**Given records:**
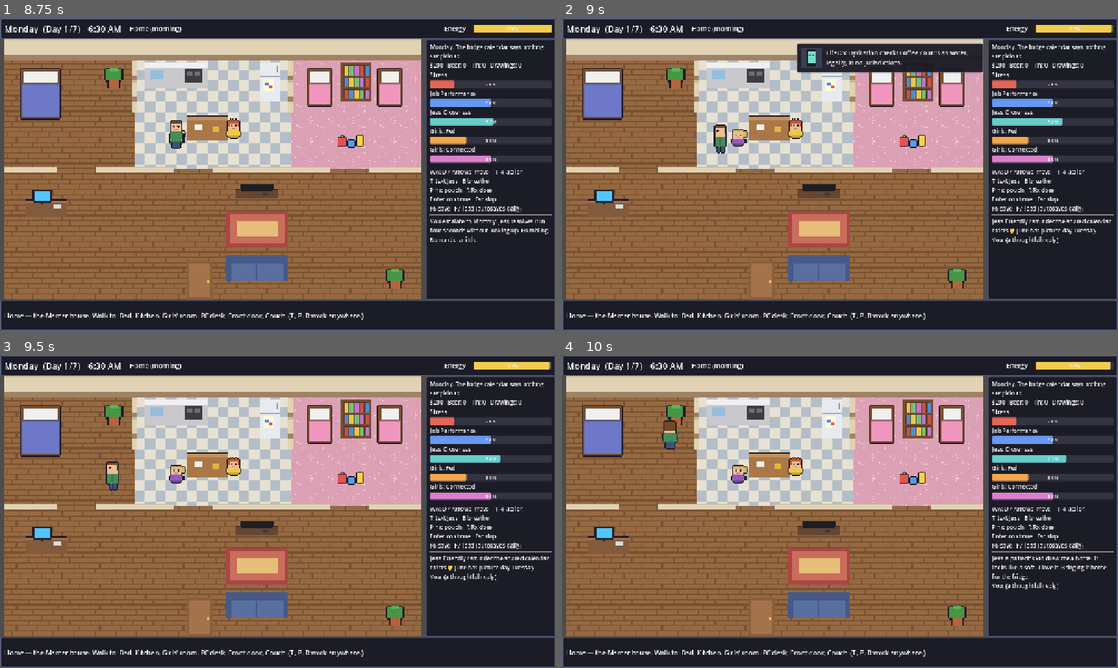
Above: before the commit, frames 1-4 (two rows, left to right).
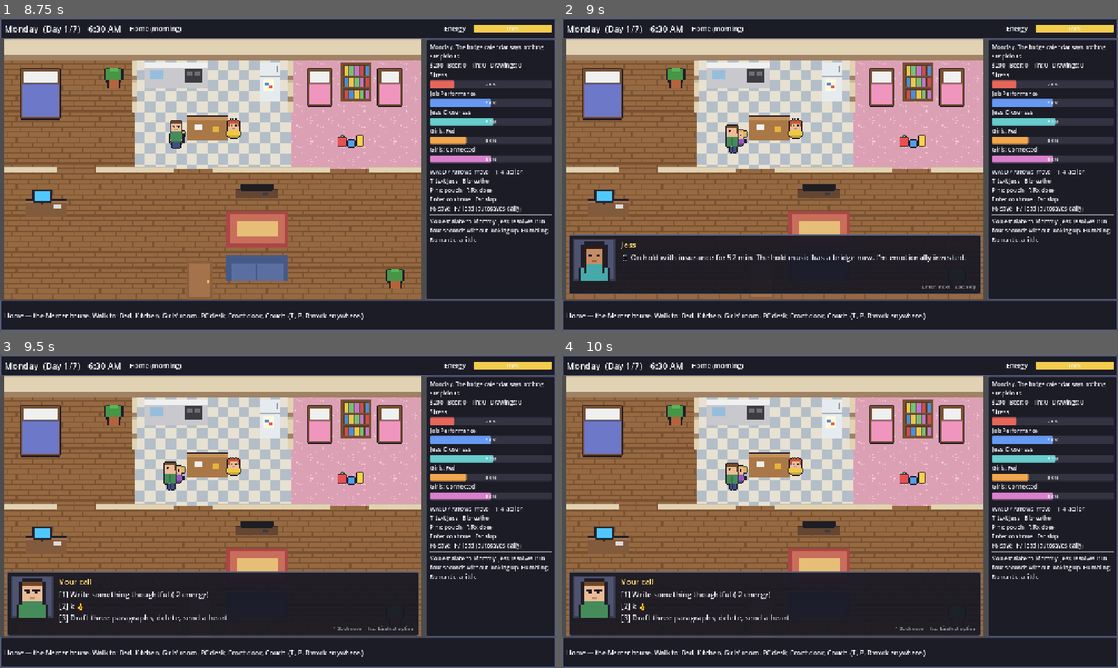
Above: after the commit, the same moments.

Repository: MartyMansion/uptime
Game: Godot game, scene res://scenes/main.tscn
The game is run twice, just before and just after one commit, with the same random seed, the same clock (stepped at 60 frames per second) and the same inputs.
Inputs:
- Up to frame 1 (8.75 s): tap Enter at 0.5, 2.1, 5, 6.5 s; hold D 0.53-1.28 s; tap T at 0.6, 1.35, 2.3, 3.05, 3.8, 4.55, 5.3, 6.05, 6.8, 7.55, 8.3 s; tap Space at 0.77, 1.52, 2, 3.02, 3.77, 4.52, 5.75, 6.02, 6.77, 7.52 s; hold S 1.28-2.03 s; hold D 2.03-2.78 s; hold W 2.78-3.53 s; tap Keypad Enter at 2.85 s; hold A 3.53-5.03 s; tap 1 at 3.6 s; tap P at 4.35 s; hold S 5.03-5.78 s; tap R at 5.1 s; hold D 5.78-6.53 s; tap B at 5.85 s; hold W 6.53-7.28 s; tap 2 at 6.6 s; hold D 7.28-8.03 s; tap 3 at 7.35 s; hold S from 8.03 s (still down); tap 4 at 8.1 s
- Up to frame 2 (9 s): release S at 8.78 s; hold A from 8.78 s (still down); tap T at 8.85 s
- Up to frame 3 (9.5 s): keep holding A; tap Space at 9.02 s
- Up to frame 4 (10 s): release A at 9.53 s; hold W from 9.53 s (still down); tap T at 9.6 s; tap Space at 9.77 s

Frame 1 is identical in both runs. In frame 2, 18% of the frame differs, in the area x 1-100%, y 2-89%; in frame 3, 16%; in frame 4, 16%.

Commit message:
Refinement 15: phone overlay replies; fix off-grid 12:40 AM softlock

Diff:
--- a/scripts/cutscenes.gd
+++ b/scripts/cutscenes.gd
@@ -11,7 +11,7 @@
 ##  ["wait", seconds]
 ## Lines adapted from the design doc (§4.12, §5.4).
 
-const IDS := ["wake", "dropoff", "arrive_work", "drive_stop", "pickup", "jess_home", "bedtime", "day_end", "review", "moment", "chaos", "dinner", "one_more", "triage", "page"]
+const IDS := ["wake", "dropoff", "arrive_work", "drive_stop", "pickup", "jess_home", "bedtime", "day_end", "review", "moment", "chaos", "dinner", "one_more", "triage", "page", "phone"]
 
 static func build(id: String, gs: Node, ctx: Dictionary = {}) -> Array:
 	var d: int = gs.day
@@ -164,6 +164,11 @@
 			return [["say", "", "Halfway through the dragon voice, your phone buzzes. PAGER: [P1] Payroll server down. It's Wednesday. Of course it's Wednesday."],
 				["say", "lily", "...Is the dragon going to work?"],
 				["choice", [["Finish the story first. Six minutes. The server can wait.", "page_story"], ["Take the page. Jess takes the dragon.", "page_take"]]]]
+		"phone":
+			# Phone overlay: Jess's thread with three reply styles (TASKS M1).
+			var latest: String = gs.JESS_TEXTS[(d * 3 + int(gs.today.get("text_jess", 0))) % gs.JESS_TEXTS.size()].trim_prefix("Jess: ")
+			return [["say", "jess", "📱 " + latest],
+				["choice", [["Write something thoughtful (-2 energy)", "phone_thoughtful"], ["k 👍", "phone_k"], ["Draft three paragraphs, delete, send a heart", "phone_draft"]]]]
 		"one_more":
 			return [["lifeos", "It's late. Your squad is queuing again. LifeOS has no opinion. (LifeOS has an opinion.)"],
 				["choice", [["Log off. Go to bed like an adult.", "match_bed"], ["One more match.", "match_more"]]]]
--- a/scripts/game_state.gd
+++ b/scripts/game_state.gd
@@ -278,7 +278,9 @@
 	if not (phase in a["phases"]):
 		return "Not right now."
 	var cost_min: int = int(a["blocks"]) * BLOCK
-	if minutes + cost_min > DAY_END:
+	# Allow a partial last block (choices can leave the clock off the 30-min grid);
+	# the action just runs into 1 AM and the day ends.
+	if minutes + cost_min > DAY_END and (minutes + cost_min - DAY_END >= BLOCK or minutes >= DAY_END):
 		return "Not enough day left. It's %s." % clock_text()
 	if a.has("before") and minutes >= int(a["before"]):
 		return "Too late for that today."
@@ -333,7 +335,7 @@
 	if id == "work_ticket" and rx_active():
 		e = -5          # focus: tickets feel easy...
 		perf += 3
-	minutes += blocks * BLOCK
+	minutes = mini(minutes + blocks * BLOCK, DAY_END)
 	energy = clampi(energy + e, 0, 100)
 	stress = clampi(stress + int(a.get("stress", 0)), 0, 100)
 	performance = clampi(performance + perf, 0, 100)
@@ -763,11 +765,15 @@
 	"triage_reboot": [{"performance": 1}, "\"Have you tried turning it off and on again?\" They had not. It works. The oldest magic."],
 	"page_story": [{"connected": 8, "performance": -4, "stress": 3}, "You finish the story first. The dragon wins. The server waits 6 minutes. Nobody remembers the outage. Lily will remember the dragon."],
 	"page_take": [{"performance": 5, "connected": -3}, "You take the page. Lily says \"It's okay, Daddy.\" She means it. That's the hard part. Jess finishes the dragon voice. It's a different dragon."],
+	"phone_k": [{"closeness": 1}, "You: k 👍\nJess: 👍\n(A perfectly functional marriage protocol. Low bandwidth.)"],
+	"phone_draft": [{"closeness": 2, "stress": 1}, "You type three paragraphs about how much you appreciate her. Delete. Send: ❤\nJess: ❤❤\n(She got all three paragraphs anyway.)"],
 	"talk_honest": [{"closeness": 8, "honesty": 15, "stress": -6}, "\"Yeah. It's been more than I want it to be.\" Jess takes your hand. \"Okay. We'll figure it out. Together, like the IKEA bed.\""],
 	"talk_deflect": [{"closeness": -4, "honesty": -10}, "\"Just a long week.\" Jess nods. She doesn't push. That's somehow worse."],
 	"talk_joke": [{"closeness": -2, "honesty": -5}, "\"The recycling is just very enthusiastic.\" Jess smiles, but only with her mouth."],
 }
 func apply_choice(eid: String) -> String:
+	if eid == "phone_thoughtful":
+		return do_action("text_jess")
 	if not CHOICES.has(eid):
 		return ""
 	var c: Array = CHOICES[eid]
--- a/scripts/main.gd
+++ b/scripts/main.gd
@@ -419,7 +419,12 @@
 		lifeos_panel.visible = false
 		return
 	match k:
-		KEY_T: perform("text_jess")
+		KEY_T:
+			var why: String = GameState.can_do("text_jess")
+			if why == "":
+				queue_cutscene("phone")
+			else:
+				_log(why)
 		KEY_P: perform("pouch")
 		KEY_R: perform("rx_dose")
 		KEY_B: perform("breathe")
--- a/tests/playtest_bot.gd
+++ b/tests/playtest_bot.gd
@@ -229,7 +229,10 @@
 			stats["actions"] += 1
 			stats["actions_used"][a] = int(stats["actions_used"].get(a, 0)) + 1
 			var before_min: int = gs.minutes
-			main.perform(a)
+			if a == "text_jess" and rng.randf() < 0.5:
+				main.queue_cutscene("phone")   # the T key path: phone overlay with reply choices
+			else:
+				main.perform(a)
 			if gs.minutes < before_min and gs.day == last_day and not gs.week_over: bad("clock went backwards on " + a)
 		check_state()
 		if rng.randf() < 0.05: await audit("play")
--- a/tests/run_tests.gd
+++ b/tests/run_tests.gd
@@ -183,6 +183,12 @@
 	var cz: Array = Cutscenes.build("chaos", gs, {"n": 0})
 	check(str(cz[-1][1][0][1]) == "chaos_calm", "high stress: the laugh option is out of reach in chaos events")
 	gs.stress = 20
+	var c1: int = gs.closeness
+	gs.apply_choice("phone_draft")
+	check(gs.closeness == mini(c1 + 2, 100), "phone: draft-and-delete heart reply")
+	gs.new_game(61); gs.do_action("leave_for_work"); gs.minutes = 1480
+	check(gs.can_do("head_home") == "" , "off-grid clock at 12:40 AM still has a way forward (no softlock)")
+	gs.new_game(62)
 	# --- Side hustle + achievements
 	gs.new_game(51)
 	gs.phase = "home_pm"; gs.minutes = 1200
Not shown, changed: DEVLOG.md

==

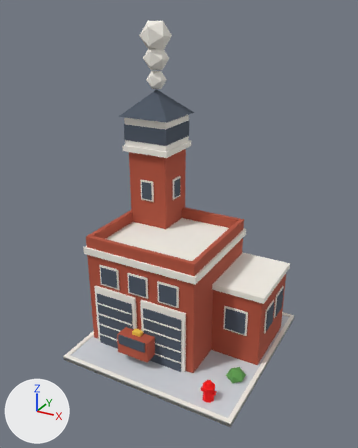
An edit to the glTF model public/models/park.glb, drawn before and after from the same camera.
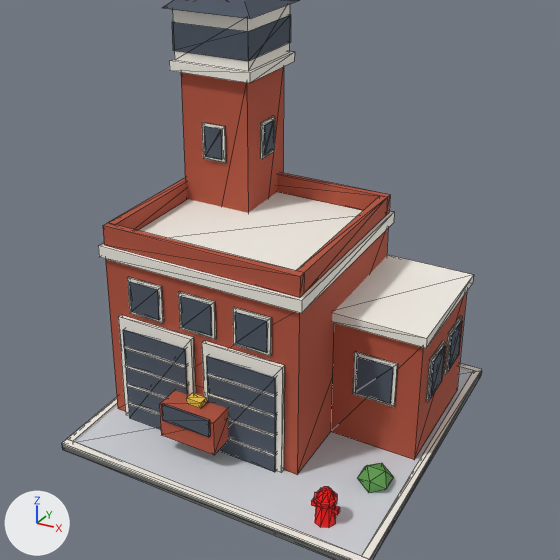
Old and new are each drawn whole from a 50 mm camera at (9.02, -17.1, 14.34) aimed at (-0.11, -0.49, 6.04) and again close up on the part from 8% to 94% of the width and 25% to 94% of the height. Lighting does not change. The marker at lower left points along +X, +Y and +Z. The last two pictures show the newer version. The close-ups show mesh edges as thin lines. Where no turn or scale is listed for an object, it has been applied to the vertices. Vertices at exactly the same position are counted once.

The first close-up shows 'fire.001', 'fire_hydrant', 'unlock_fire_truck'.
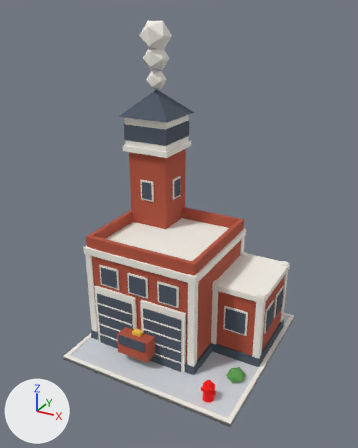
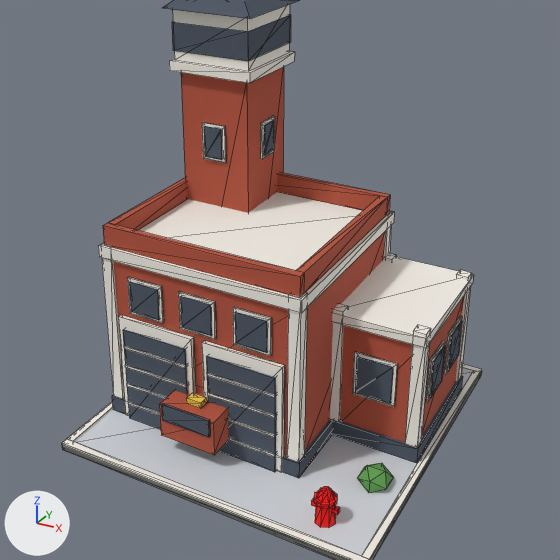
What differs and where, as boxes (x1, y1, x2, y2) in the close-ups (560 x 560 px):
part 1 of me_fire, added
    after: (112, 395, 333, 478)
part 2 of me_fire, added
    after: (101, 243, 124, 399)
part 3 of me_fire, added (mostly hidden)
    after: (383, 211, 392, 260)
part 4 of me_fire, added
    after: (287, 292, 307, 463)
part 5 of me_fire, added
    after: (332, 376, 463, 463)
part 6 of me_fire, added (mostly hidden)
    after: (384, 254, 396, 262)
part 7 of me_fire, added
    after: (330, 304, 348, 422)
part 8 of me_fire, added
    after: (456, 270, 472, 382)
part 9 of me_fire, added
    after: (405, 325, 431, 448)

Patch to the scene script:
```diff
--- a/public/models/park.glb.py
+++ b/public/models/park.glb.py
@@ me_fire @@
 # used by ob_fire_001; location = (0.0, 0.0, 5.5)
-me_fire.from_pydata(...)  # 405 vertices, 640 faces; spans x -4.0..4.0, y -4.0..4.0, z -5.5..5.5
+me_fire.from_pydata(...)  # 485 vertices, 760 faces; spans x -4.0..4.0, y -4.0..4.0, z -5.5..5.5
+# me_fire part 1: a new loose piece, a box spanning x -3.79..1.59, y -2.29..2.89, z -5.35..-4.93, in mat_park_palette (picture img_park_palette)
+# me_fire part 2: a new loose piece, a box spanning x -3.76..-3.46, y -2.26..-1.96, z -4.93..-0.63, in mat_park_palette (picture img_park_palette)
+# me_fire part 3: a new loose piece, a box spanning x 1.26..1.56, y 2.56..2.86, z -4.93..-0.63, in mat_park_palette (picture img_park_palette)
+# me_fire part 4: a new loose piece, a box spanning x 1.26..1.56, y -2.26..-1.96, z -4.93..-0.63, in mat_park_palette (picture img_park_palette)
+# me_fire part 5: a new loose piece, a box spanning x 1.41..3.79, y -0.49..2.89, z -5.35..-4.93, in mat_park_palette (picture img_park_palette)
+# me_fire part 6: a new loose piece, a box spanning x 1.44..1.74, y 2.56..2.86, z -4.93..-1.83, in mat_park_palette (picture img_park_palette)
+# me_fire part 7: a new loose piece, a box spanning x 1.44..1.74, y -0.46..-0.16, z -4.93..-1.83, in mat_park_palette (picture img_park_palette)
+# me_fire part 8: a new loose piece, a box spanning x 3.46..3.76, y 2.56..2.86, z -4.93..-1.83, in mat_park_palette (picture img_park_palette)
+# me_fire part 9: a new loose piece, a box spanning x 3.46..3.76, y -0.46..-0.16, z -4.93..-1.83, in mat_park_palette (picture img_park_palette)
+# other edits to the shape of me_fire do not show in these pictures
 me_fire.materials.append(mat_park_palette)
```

**Exercise aim:** Within the listing above, copy each line that has the string "reply".

**Answer section:**
+			# Phone overlay: Jess's thread with three reply styles (TASKS M1).
+				main.queue_cutscene("phone")   # the T key path: phone overlay with reply choices
+	check(gs.closeness == mini(c1 + 2, 100), "phone: draft-and-delete heart reply")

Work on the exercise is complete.